Но Катя ничего не заметила.
– Почему ты мне не сказал, что приедешь? – спросила она тихо.
И вдруг вцепилась в его рубашку, обняла, заплакала, и тогда словно из-под земли показалась медсестра и привычным движением быстро сделала ей укол.
– Вы хотите забрать ее сегодня?
Эпилог
О дальнейшей судьбе Александра Тезкина остается рассказать совсем немного. Несколько дней спустя они вернулись в Москву и тотчас же уехали в деревню. Была середина мая, только-только распустились листья, и вдоль железнодорожных путей, на пустырях, всюду, где только возможно, копали землю под огороды.
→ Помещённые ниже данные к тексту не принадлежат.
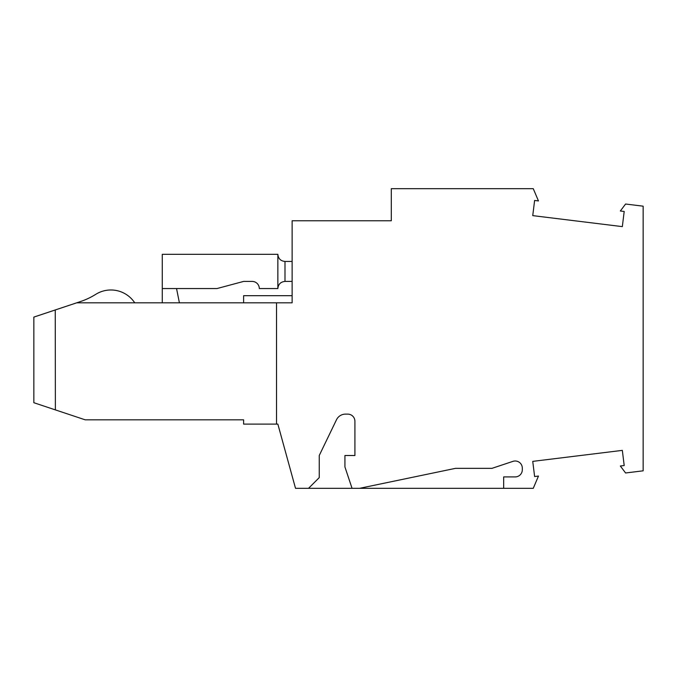 <?xml version="1.0" encoding="UTF-8"?>
<svg xmlns="http://www.w3.org/2000/svg" width="677" height="677" viewBox="0 0 677 677"><rect width="100%" height="100%" fill="white"/><g stroke="black" fill="none" stroke-linecap="round" stroke-linejoin="round"><path stroke-width="1.02" d="M308.534 488.329L352.057 488.329L344.923 466.927L344.923 455.511L354.909 455.511L354.909 421.263A7.134 7.134 0 0 0 347.775 414.129L345.482 414.129A9.986 9.986 0 0 0 336.486 419.774L319.239 455.511L319.239 477.623L308.534 488.329L295.519 488.329L277.858 424.115L276.538 424.115L276.538 302.831L292.125 302.831L292.125 220.778L391.298 220.778L391.298 188.671L533.256 188.671L538.469 200.942L534.61 200.468L532.748 215.624L622.332 226.626L624.194 211.469L620.335 210.996L625.59 204.022L643.15 206.18L643.15 470.82L625.59 472.978L620.335 466.004L624.194 465.531L622.332 450.374L532.748 461.375L534.61 476.532L538.469 476.058L533.256 488.329L503.671 488.329L503.671 476.913L515.18 476.913A7.134 7.134 180 0 0 522.314 469.779L522.314 468.137A7.134 7.134 180 0 0 512.921 461.367L491.967 468.349L455.494 468.349L359.546 488.329L503.671 488.329M352.057 488.329L359.546 488.329M276.538 302.831L76.662 302.831L55.252 309.964L55.379 409.89L85.217 419.833L243.61 419.833L243.61 424.115L276.538 424.115M292.125 295.688L243.61 295.688L243.61 302.831M292.125 261.449L284.992 261.449C280.667 261.017 278.289 258.639 277.858 254.315L277.858 288.554L259.308 288.554A7.134 7.134 180 0 0 252.174 281.42L243.61 281.42L216.978 288.554L162.277 288.554L162.277 254.315L277.858 254.315M277.858 288.554C278.289 284.23 280.667 281.852 284.992 281.42L292.125 281.42M162.277 288.554L162.277 302.831M179.397 302.831L176.545 288.554M55.252 309.964L33.85 317.098L33.85 402.713L55.379 409.89M76.662 302.831L80.419 301.57A71.347 71.347 0 0 0 95.745 294.343A28.536 28.536 0 0 1 134.74 302.831M408.062 188.671L465.141 188.671L408.062 188.671M284.992 281.42L284.992 261.449"/></g></svg>

Всю дорогу Катя молчала, не отходя от Тезкина ни на шаг. Когда они добрались до домика на берегу реки, она забилась в угол и смотрела вокруг тревожными глазами. Сане казалось, что никогда уже не вернется к ней прежняя веселость. Он водил гулять ее в лес, вдоль реки и к лесному озеру. Она шла за ним безучастно, молча глядела, как он сажает картошку, разговаривает с обрадовавшимися его приезду бабками, ходила вместе с ним на могилу к умершему весною на Пасху дедушке Васе.
Она научилась печь хлеб и собирала в лесу землянику и морошку, но ночью плохо спала и плакала, забываясь только под утро. Саня сидел возле нее, не отпуская руки, и готовил настои из лесных трав по совету осиротевших без деда старух.
От этих ли трав, от деревенского воздуха или от того, что ночи в августе стали темнее и дольше. Катерина мало-помалу начала успокаиваться. Сон ее сделался крепким, и как на фотобумаге проступают очертания человеческого лица, так и Саня стал постепенно узнавать в этой отрешенной от всего женщине свою возлюбленную, к которой стремился всю жизнь. Однако ж самому ему становилось все хуже. Болезнь снова стала стремительно развиваться, и осенью у него пошла горлом кровь. Козетта хотела везти его к врачу, но он отказался, сказав, что это скоро пройдет, уверяя себя, что еще до весны у него есть время. В ноябре она повезла его в Москву. Несколько дней его не брали в больницу, требовали каких-то справок, потом все-таки положили. Пробовали разные лекарства, пытаясь оттянуть печальный исход, – ничто не помогало.
Последние дни он был в совершенном бреду и говорил, что хочет вернуться обратно в забайкальскую степь, звал воспитательницу Ларису Михайловну и просил, чтобы ему принесли гречневой каши с молоком. Когда же его затуманенный взгляд натыкался на сидевшую рядом женщину с красными от бессонницы глазами, он умолял ее уехать и говорил, что Бог рассудил ему умереть в девятнадцать лет и никто не имел права вмешиваться в этот замысел, что он не желал видеть того, что произошло с близкими ему людьми и его страной в эти десять лет, и что мир, быть может, еще пожалеет, что Господь не призвал его к себе в тот год, когда было назначено, и дал отсрочку, как жалеет теперь он, Тезкин, об этих прожитых годах. И что последние времена скоро все равно настанут и никакие праведники и молитвенники не удержат мир от падения в бездну, но бояться этого не надо – не надо страшиться Божьего Суда, ибо там будут не осуждать, но разбираться, нет правых и виноватых, кроме одного человека, которому никогда не простится то, что он сделал… Дальше речь несчастного стала совсем бессвязной, он произносил отдельные слова, просил пить, и только перед самой кончиной сознание его прояснилось, и он узнал свою мать, братьев, Голдовского и Катю.